Undergraduate Research

Draft of the article we wrote based on our thesis work.

A Brief Note

For details read the draft article.
For a quick overview, abstract is given in the following section.
Update: I have later worked on far larger PLMD database. I will post it in future.

The target of the research was to find an robust and efficient binary classifier to predict a lysine site (a amino acid in protein) have undergone succinylation or not. Succinylation is a posttranslational modification where a succinyl group (-CO-CH2-CH2-CO2H) is added to a lysine residue of a protein molecule.
Here I would mention the questions I tried to find answer to while we were conducting the research.

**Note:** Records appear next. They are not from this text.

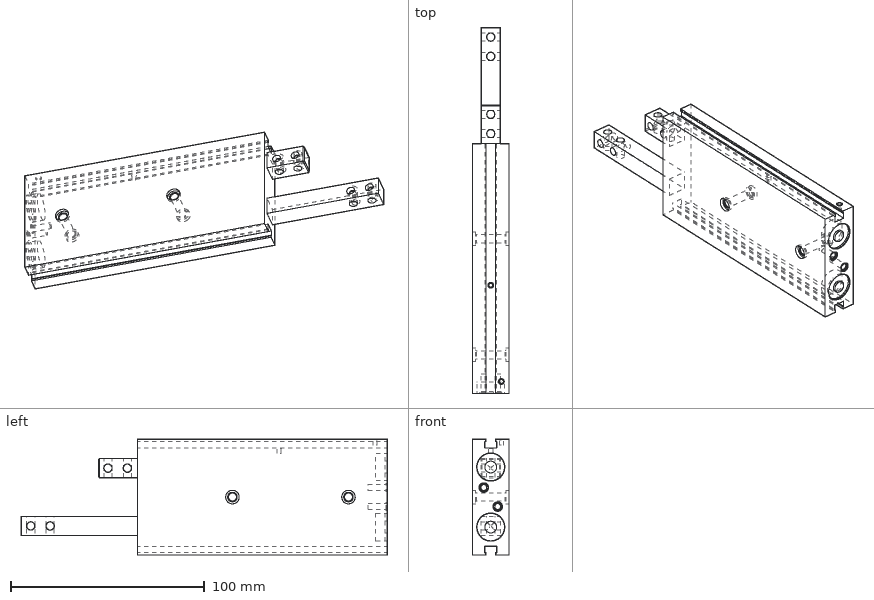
import cadquery as cq

overall_length = 189

width = 19.0
length = 129.0
height = 60.0

slot_opening = 5.0
slot_width = 6.0
slot_depth = 4.5
lip_height = 1.3

bore_diameter = 14.2
bore_mouth_diameter = 14.5
bore_chamfer = (bore_mouth_diameter - bore_diameter) / 2
bore_offset = 15.5
cover_recess = 1.1
cover_thickness = 5.0
bore_depth = cover_recess + cover_thickness
boss_diameter = 6.0

port_x = 3.5
port_z = 5.0
port_mouth_diameter = 5.0
port_diameter = 4.2
port_depth = 0.8
port_chamfer = (port_mouth_diameter - port_diameter) / 2
port_core_diameter = 3.0
port_core_depth = 10.0

mount_positions = [20.0, 80.0]
mount_diameter = 4.2
mount_bore_diameter = 7.0
mount_bore_depth = 1.7
mount_chamfer = 0.4

small_hole_diameter = 3.0
small_hole_core = 2.0
small_hole_chamfer = (small_hole_diameter - small_hole_core) / 2
small_hole_depth = 3.0
slot_hole_y = 56.0
top_hole_x = 5.5
top_hole_y = 6.2

bar_size = 10.0
bar_offset = 15.0
long_bar_length = overall_length - length
short_bar_length = 20.0
bar_hole_diameter = 4.2
bar_hole_end_distance = 5.0
bar_hole_pitch = 10.0
short_bar_chamfer = 0.5


def cylinder(diameter, depth, start, direction):
    return cq.Solid.makeCylinder(diameter / 2, depth, cq.Vector(*start), cq.Vector(*direction))


def chamfered_hole(diameter, mouth_diameter, chamfer, depth, start, direction):
    """Cutter for a blind hole whose mouth is widened by a cone."""
    hole = cylinder(diameter, depth, start, direction)
    mouth = cq.Solid.makeCone(
        mouth_diameter / 2, diameter / 2, chamfer, cq.Vector(*start), cq.Vector(*direction)
    )
    return hole.fuse(mouth)


def make_slot(side):
    """Cutter for the stepped slot on the top (side = 1) or bottom (side = -1)."""
    half_opening = slot_opening / 2
    half_width = slot_width / 2
    face = side * height / 2
    lip = face - side * lip_height
    floor = face - side * slot_depth
    return (
        cq.Workplane("XZ")
        .polyline([
            (-half_opening, face), (-half_opening, lip), (-half_width, lip),
            (-half_width, floor), (half_width, floor), (half_width, lip),
            (half_opening, lip), (half_opening, face),
        ])
        .close()
        .extrude(-length)
    )


def make_housing():
    body = cq.Workplane("XY").box(width, length, height).translate((0, length / 2, 0))

    for side in (1, -1):
        body = body.cut(make_slot(side))
        bore_start = (0, 0, side * bore_offset)
        body = body.cut(chamfered_hole(
            bore_diameter, bore_mouth_diameter, bore_chamfer, bore_depth, bore_start, (0, 1, 0)
        ))
        port_start = (-side * port_x, 0, side * port_z)
        body = body.cut(chamfered_hole(
            port_diameter, port_mouth_diameter, port_chamfer, port_depth, port_start, (0, 1, 0)
        ))
        body = body.cut(cylinder(port_core_diameter, port_core_depth, port_start, (0, 1, 0)))

    for y in mount_positions:
        body = body.cut(cylinder(mount_diameter, width, (-width / 2, y, 0), (1, 0, 0)))
        for side in (1, -1):
            inward = (-side, 0, 0)
            body = body.cut(cylinder(mount_bore_diameter, mount_bore_depth, (side * width / 2, y, 0), inward))
            step = (side * (width / 2 - mount_bore_depth), y, 0)
            body = body.cut(chamfered_hole(
                mount_diameter, mount_diameter + 2 * mount_chamfer, mount_chamfer, mount_bore_depth, step, inward
            ))

    slot_hole = (0, slot_hole_y, height / 2 - slot_depth)
    top_hole = (top_hole_x, top_hole_y, height / 2)
    for start in (slot_hole, top_hole):
        body = body.cut(chamfered_hole(
            small_hole_core, small_hole_diameter, small_hole_chamfer, small_hole_depth, start, (0, 0, -1)
        ))
    return body


def make_cover(side):
    """Recessed disc closing a bore, with a central boss flush with the front face."""
    z = side * bore_offset
    disc = cylinder(bore_diameter, cover_thickness, (0, cover_recess, z), (0, 1, 0))
    boss = cylinder(boss_diameter, cover_recess + cover_thickness, (0, 0, z), (0, 1, 0))
    return cq.Workplane(disc).union(cq.Workplane(boss))


def make_bar(bar_length, z):
    """Square bar on the back face, with two pairs of crossing through holes near its free end."""
    bar = cq.Workplane("XY").box(bar_size, bar_length, bar_size).translate((0, length + bar_length / 2, z))
    first_hole_y = length + bar_length - bar_hole_end_distance
    for y in (first_hole_y, first_hole_y - bar_hole_pitch):
        bar = bar.cut(cylinder(bar_hole_diameter, bar_size, (-bar_size / 2, y, z), (1, 0, 0)))
        bar = bar.cut(cylinder(bar_hole_diameter, bar_size, (0, y, z - bar_size / 2), (0, 0, 1)))
    return bar


housing = make_housing()
covers = [make_cover(side) for side in (1, -1)]
short_bar = make_bar(short_bar_length, bar_offset).faces(">Y").chamfer(short_bar_chamfer)
long_bar = make_bar(long_bar_length, -bar_offset)

result = cq.Compound.makeCompound([
    housing.val(),
    *[cover.val() for cover in covers],
    short_bar.val(),
    long_bar.val(),
])
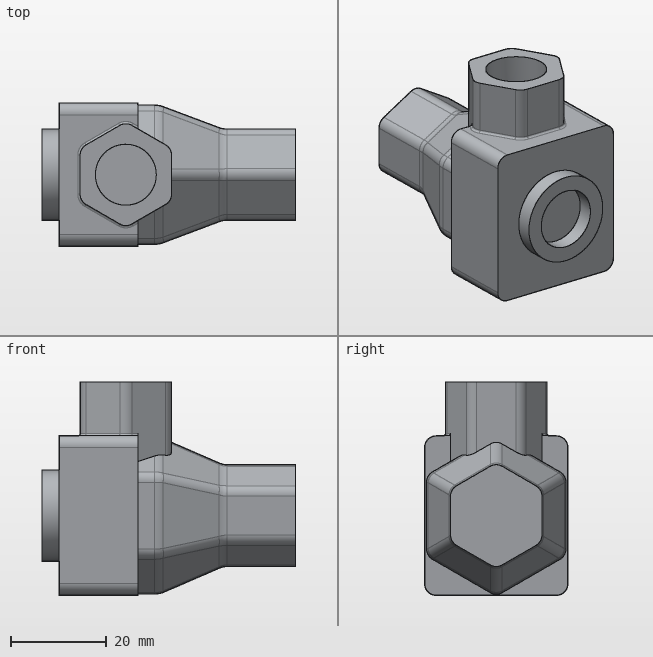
import cadquery as cq
import math

total_length = 53.1

block_start = 3.6
block_length = 16.45
block_width = 30.0
block_height = 33.4
block_end = block_start + block_length
block_top = block_height / 2

port_size = 19.1
corner_radius = 2.5
bore_diameter = 12.75

port_rise = 11.25
port_x = 17.55
port_top = block_top + port_rise
port_bore_depth = 6.35
port_base_radius = 0.5

wide_size = 29.15
taper_start = 24.5
taper_end = 37.85
taper_blend_radius = 5.0


def make_block():
    """Block with its four long edges rounded."""
    block = cq.Workplane("YZ", origin=(block_start, 0, 0)).rect(block_width, block_height).extrude(block_length)
    return block.edges("|X").fillet(corner_radius)


def make_port():
    """Hexagonal column rising from the X axis, with flats facing -X and +X and rounded corners."""
    port_corners = port_size / math.cos(math.pi / 6)
    port = (
        cq.Workplane("XY", origin=(port_x, 0, 0))
        .transformed(rotate=(0, 0, 90))
        .polygon(6, port_corners)
        .extrude(port_top)
    )
    return port.edges("|Z").fillet(corner_radius)


def make_block_with_port():
    """Block and port joined, with a small fillet where the port meets the top of the block."""
    joined = make_block().union(make_port())
    around_port_base = cq.selectors.BoxSelector(
        (block_start + port_base_radius, -port_size, block_top - port_base_radius),
        (block_end - port_base_radius, port_size, block_top + port_base_radius),
    )
    port_base = joined.edges("#Z").edges(around_port_base)
    return port_base.fillet(port_base_radius)


def make_reducer():
    """Hexagonal body tapering from the wide end to the narrow end, with flats facing -Y and +Y."""
    half_profile = [
        (block_start, 0),
        (block_start, wide_size / 2),
        (taper_start, wide_size / 2),
        (taper_end, port_size / 2),
        (total_length, port_size / 2),
        (total_length, 0),
    ]
    slab = cq.Workplane("XY").polyline(half_profile).close().extrude(wide_size, both=True)
    slab = slab.union(slab.mirror("XZ"))
    around_taper = cq.selectors.BoxSelector(
        (block_end, -wide_size, -wide_size),
        (total_length - taper_blend_radius, wide_size, wide_size),
    )
    bend_edges = slab.edges("|Z").edges(around_taper)
    slab = bend_edges.fillet(taper_blend_radius)

    body = slab
    for angle in (60, 120):
        body = body.intersect(slab.rotate((0, 0, 0), (1, 0, 0), angle))
    return body.edges("not #X").fillet(corner_radius)


def make_spigot():
    """Round spigot on the face of the block."""
    return cq.Workplane("YZ").circle(port_size / 2).extrude(block_end)


def make_bores():
    """Blind bores: one down the port, one through the spigot down to the face of the block."""
    port_bore = (
        cq.Workplane("XY", origin=(port_x, 0, port_top)).circle(bore_diameter / 2).extrude(-port_bore_depth)
    )
    spigot_bore = cq.Workplane("YZ").circle(bore_diameter / 2).extrude(block_start)
    return port_bore.union(spigot_bore)


result = make_block_with_port().union(make_reducer()).union(make_spigot()).cut(make_bores())
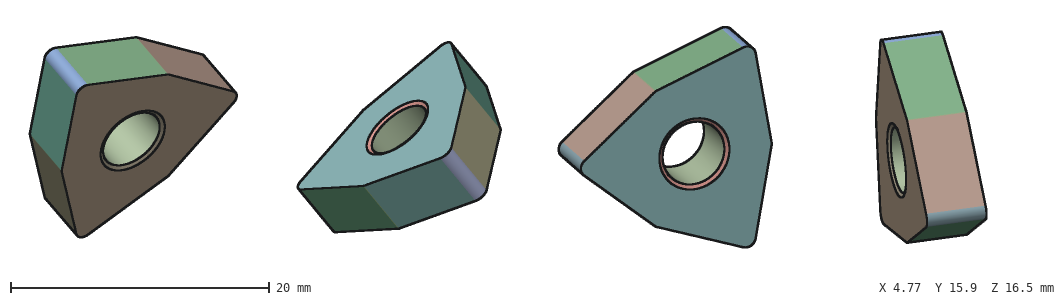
import cadquery as cq
import math

height = 16.55
thickness = 4.77
nose_radius = 0.8
nose_angle = 80.0
nose_count = 3
blunt_corner_radius = 0.2
hole_diameter = 5.13
mouth_diameter = 5.83
chamfer_depth = 0.2

nose_pitch = 360.0 / nose_count
half_nose = math.radians(nose_angle / 2)
nose_center_distance = (height / 2 - nose_radius) / math.sin(math.radians(nose_pitch))
inscribed_radius = nose_center_distance * math.sin(half_nose) + nose_radius
sharp_nose_distance = inscribed_radius / math.sin(half_nose)
flank_normal_angle = math.pi / 2 - half_nose
blunt_corner_distance = inscribed_radius / math.cos(math.radians(nose_pitch / 2) - flank_normal_angle)


def polar_point(distance, angle):
    """Point in the YZ plane, with the angle in degrees from +Y toward +Z."""
    return (
        distance * math.cos(math.radians(angle)),
        distance * math.sin(math.radians(angle)),
    )


def round_corners(body, corners, radius):
    """Round the edges along X that pass through the given YZ corners."""
    for y, z in corners:
        body = body.edges(cq.selectors.NearestToPointSelector((0, y, z))).fillet(radius)
    return body


def make_body():
    """Six-sided prism centred on X, with all of its corners rounded."""
    noses = []
    blunt_corners = []
    outline = []
    for index in range(nose_count):
        angle = index * nose_pitch
        nose = polar_point(sharp_nose_distance, angle)
        blunt_corner = polar_point(blunt_corner_distance, angle + nose_pitch / 2)
        noses.append(nose)
        blunt_corners.append(blunt_corner)
        outline += [nose, blunt_corner]

    prism = cq.Workplane("YZ").polyline(outline).close().extrude(thickness / 2, both=True)
    body = round_corners(prism, noses, nose_radius)
    return round_corners(body, blunt_corners, blunt_corner_radius)


def make_hole():
    """Through hole with a shallow conical chamfer at both faces."""
    half_thickness = thickness / 2
    bore_radius = hole_diameter / 2
    mouth_radius = mouth_diameter / 2
    chamfer_start = half_thickness - chamfer_depth
    profile = [
        (-half_thickness, 0),
        (-half_thickness, mouth_radius),
        (-chamfer_start, bore_radius),
        (chamfer_start, bore_radius),
        (half_thickness, mouth_radius),
        (half_thickness, 0),
    ]
    return cq.Workplane("XY").polyline(profile).close().revolve(360, (0, 0, 0), (1, 0, 0))


result = make_body().cut(make_hole())
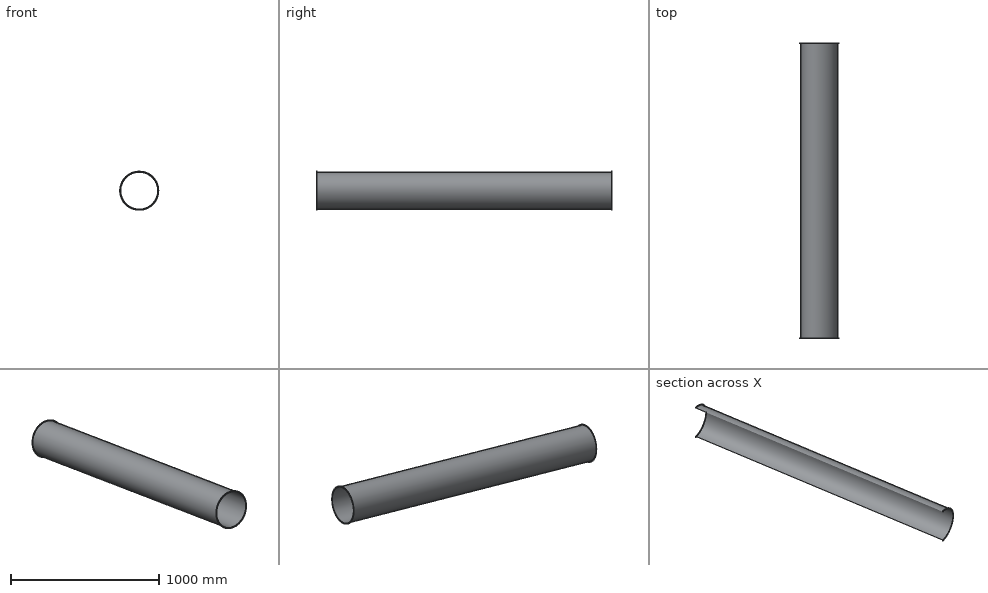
import cadquery as cq

duct_length = 1988.0
bore_diameter = 249.0
lip_diameter = 263.0
wall_thickness = 1.0
lip_thickness = wall_thickness

duct_diameter = bore_diameter + 2 * wall_thickness


def cylinder_along_y(diameter, start_y, length):
    """Solid cylinder on the Y axis, growing from start_y toward +Y."""
    plane = cq.Workplane("XZ", origin=(0, start_y, 0))
    return plane.circle(diameter / 2).extrude(-length)


def make_duct():
    """Tube with an outward lip flush with each end."""
    first_end_y = -duct_length / 2
    last_end_y = duct_length / 2
    duct = cylinder_along_y(duct_diameter, first_end_y, duct_length)
    for lip_start_y in (first_end_y, last_end_y - lip_thickness):
        duct = duct.union(cylinder_along_y(lip_diameter, lip_start_y, lip_thickness))
    return duct.cut(cylinder_along_y(bore_diameter, first_end_y, duct_length))


result = make_duct()

Why Some Features Perform Better?
There is no consensus in the literature on any particular feature or feature type to use. Prior researches explored many features including physico-chemical features, various positional encoding, protein primary & secondary structures. Although some features (protein structures) showed better discriminatory performance, why they perform better is not clear (yet). We noticed almost all of the recently explored better performing feature types are directly or indirectly dependent to the sequence. To gain better insight, we used simple features (n-gram, n-gapped-n-gram, position specific n-gram) extracted from the sequence directly. Our work shows some features (some certain gapped-bi-grams) are particularly better at discriminating the Lysine succinylation sites. It may help to explain the efficacy of some complex features in future.
Is There Any Species-wise Difference?
Succinylation is spotted in variety of animal, plants and prokaryote species. As this PTM was discovered relatively recently (2010), investigations on different species are still going on. However, the current state-of-the-art predictors do not take account of any species specific variation which is probably due to low amount of per species samples. These works are based on CPLM 2.0 database which contains 893 unique proteins from 12 species. Later published PLMD database (2017) expanded the number of sequenced unique proteins to 6378 from 14 species. In my later work (not yet complete), I experimented with this dataset and tried to find out how the lysine site descriptions varied across species.
How the Models Behave?
Like any other ML task, finding out a better performing model is crucial. Succinylation prediction is relatively new problem and related field is still progressing. Hence an explainable model offering valuable insights might be more preferred to a slightly better performing black-box implementation. This compelled us to try ML algorithms that offer better monitoring capability. As more data becomes available, explainable deep learning techniques (for ex., attention mechanism) can be adopted.

Abstract

Post-translational modification (PTM) is a biological mechanism that expands protein functionality. Among the PTMs, lysine succinylation substantially alter the structural and functional properties of cellular proteins. This PTM is suspected to be implicated in numerous diseases regarding heart and blood circulation. Recent proteomic studies spotted it in wide variety of both prokaryotic and eukaryotic organisms. In reality, little is known about this particular PTM and its implications. The experimental detection of lysine succinylation is expensive, time consuming and labor extensive. Which is why fast and robust computational tools are absolutely necessary to process rapidly increasing number of sequenced proteins and correctly categorize the concealed lysine residues. In this paper, we propose an efficient model that optimizes different sequence based representations to approximate discriminating function. This model reflects the efficacy of sequence information by achieving 87.3% accuracy, 94.9% sensitivity, 81.1% specificity, 0.76 Matthews correlation coefficient, 0.94 AUROC and 0.91 AUPR, which is comparable performance to state-of-the-art predictors in lysine succinylated site prediction.